# Directions
Among the records that follow, set down only the lines from the one containing "Before and after" to the one containing "Also in this", both included, exactly.

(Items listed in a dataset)
⟨
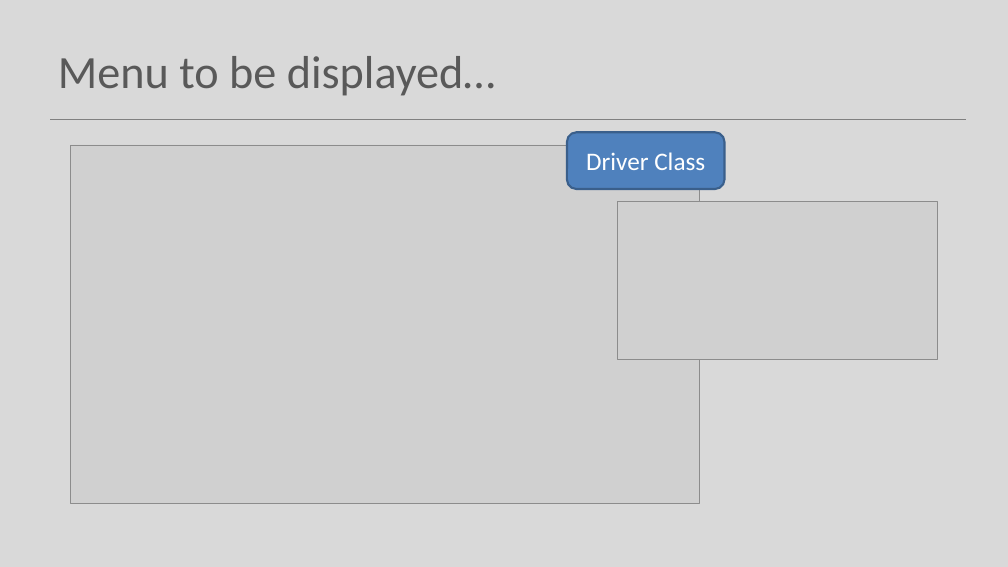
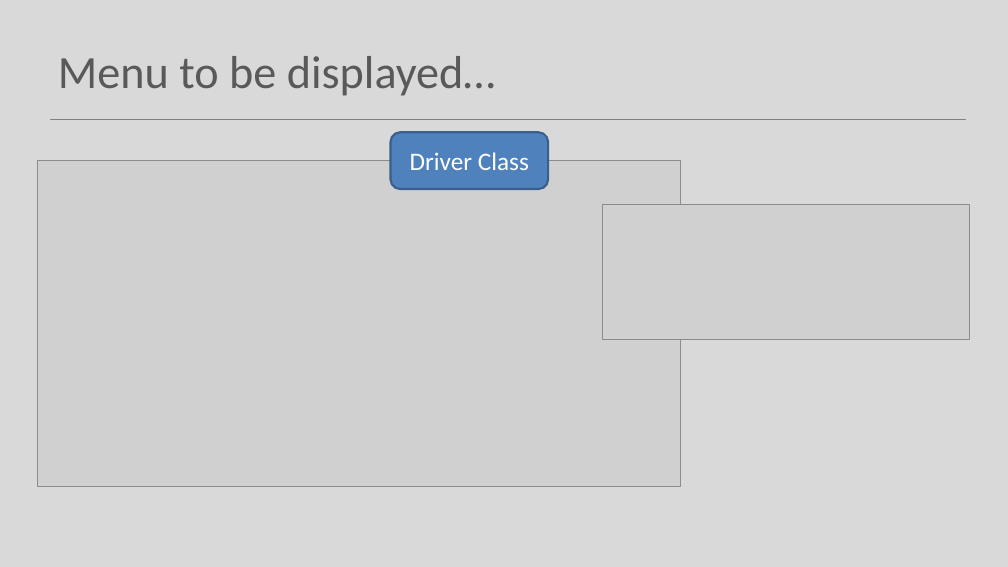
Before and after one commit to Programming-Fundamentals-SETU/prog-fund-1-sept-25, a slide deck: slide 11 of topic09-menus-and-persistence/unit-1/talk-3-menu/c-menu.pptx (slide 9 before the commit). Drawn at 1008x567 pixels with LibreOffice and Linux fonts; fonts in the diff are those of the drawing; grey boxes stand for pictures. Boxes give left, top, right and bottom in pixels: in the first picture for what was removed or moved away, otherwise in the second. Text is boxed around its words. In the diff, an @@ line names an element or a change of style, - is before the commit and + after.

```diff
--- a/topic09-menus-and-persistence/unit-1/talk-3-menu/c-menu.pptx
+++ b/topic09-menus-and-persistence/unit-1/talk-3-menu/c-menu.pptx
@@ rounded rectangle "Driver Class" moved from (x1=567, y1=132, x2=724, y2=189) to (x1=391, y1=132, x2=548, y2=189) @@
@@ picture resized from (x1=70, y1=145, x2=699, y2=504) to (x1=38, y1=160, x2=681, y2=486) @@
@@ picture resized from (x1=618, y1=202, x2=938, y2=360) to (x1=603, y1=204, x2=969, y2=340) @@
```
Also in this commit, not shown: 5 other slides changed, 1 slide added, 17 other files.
⟩
⟨
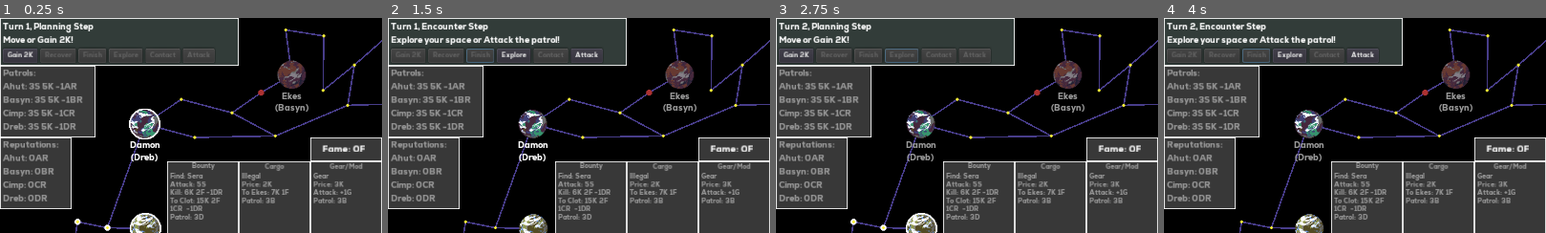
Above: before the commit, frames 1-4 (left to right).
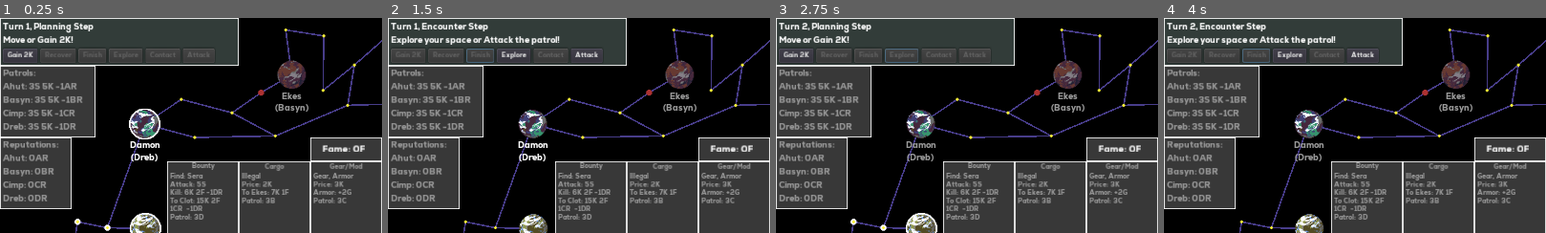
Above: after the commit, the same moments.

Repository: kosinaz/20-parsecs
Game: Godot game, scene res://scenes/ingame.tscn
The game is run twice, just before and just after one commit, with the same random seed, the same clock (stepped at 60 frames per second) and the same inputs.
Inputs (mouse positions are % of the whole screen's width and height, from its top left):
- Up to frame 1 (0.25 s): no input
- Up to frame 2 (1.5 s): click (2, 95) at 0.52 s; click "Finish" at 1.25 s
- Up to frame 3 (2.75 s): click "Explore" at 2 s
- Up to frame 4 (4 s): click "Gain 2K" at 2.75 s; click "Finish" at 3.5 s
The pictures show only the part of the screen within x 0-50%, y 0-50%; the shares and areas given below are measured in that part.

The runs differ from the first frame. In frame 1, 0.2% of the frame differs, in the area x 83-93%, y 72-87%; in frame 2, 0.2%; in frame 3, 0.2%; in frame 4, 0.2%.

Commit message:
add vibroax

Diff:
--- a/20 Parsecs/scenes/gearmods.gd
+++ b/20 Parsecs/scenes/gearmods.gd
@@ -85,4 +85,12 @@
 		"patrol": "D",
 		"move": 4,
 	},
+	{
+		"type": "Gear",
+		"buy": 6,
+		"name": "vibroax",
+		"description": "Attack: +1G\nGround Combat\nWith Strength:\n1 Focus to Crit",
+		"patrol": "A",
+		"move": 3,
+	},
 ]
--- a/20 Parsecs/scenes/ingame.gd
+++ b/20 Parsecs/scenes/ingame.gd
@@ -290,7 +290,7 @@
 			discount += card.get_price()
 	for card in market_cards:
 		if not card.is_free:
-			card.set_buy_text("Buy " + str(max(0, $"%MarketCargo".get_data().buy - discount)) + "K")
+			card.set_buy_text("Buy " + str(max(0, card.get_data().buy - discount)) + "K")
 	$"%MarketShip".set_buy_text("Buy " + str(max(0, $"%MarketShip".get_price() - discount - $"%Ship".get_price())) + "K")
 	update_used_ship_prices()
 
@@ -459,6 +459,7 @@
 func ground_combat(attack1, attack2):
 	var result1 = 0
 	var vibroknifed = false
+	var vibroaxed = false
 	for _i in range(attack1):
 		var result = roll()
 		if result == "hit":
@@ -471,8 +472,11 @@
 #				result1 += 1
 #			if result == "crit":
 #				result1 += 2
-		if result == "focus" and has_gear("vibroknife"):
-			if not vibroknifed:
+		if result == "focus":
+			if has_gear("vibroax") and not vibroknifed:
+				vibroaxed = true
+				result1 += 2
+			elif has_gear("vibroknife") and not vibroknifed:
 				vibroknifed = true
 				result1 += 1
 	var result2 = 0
⟩
# Answer
Before and after one commit to Programming-Fundamentals-SETU/prog-fund-1-sept-25, a slide deck: slide 11 of topic09-menus-and-persistence/unit-1/talk-3-menu/c-menu.pptx (slide 9 before the commit). Drawn at 1008x567 pixels with LibreOffice and Linux fonts; fonts in the diff are those of the drawing; grey boxes stand for pictures. Boxes give left, top, right and bottom in pixels: in the first picture for what was removed or moved away, otherwise in the second. Text is boxed around its words. In the diff, an @@ line names an element or a change of style, - is before the commit and + after.

```diff
--- a/topic09-menus-and-persistence/unit-1/talk-3-menu/c-menu.pptx
+++ b/topic09-menus-and-persistence/unit-1/talk-3-menu/c-menu.pptx
@@ rounded rectangle "Driver Class" moved from (x1=567, y1=132, x2=724, y2=189) to (x1=391, y1=132, x2=548, y2=189) @@
@@ picture resized from (x1=70, y1=145, x2=699, y2=504) to (x1=38, y1=160, x2=681, y2=486) @@
@@ picture resized from (x1=618, y1=202, x2=938, y2=360) to (x1=603, y1=204, x2=969, y2=340) @@
```
Also in this commit, not shown: 5 other slides changed, 1 slide added, 17 other files.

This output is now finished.